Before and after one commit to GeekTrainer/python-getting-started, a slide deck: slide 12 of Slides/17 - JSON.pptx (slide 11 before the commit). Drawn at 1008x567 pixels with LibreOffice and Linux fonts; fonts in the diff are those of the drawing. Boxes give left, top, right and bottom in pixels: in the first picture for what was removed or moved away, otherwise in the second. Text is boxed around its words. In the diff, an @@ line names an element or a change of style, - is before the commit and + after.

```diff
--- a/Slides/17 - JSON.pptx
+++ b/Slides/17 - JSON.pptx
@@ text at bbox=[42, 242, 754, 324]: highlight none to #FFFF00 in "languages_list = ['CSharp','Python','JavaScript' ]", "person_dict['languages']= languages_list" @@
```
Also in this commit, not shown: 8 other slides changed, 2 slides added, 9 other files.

=-=-=

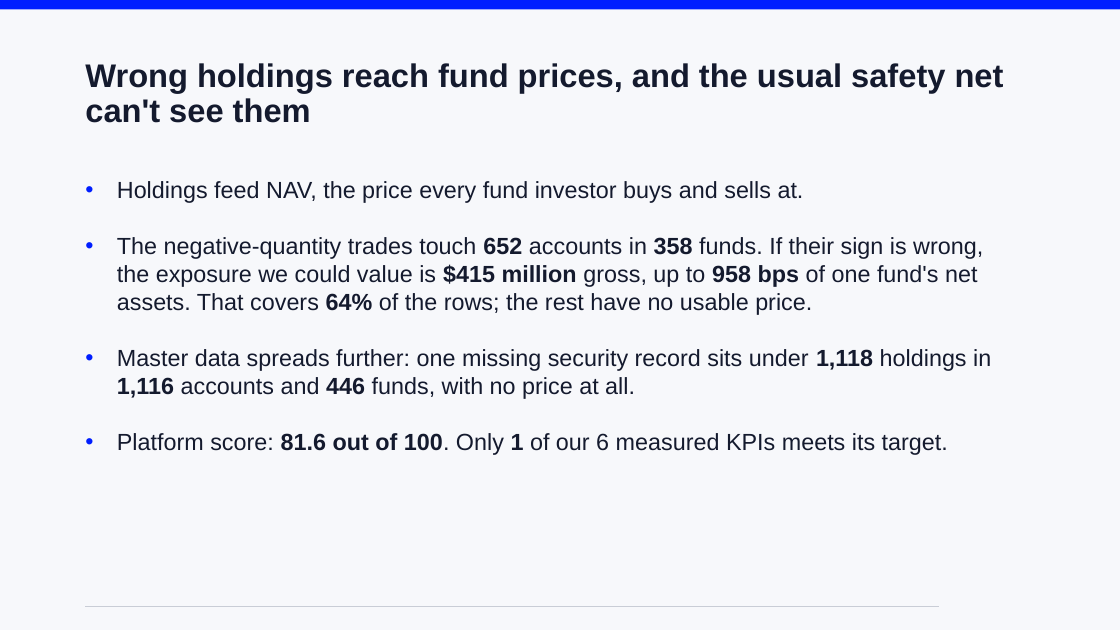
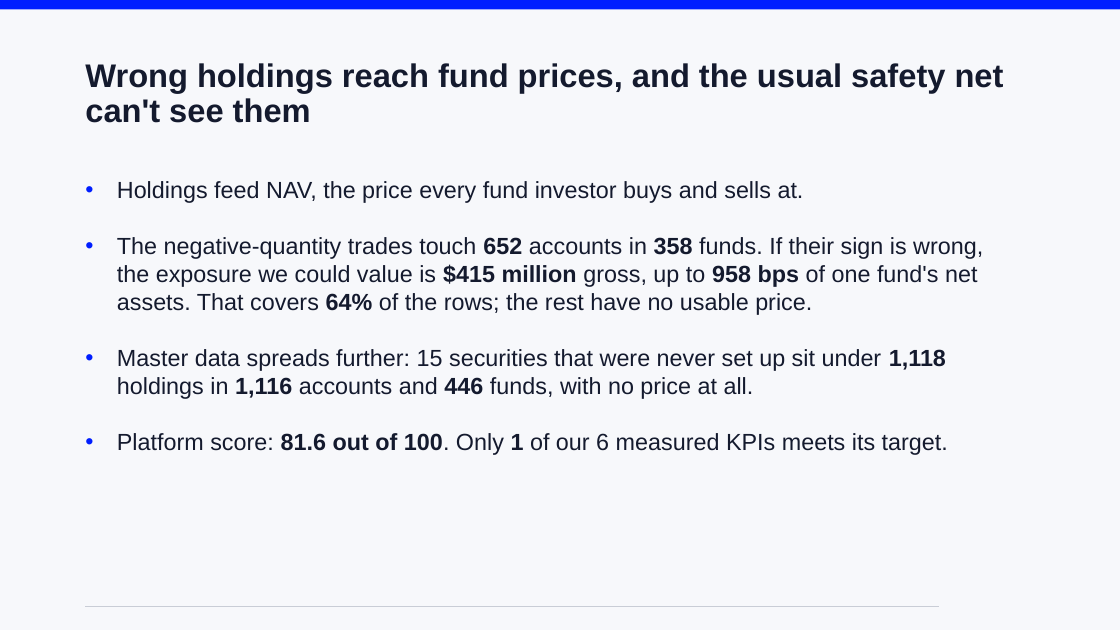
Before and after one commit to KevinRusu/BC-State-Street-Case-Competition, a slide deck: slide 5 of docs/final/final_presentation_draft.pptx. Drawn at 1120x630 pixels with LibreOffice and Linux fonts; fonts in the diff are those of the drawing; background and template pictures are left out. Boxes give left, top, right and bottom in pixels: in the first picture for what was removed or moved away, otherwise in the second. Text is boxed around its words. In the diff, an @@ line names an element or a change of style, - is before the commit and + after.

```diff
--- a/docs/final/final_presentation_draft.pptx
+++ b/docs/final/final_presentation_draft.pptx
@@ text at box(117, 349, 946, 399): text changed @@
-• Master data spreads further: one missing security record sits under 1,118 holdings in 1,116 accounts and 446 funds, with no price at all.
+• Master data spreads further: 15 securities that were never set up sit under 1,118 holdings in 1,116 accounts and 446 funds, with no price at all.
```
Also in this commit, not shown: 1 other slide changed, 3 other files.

=-=-=

> _THE PROBLEM_:
Copy each line above that contains the word "price".

> _FINISHED EXERCISE_:
-• Master data spreads further: one missing security record sits under 1,118 holdings in 1,116 accounts and 446 funds, with no price at all.
+• Master data spreads further: 15 securities that were never set up sit under 1,118 holdings in 1,116 accounts and 446 funds, with no price at all.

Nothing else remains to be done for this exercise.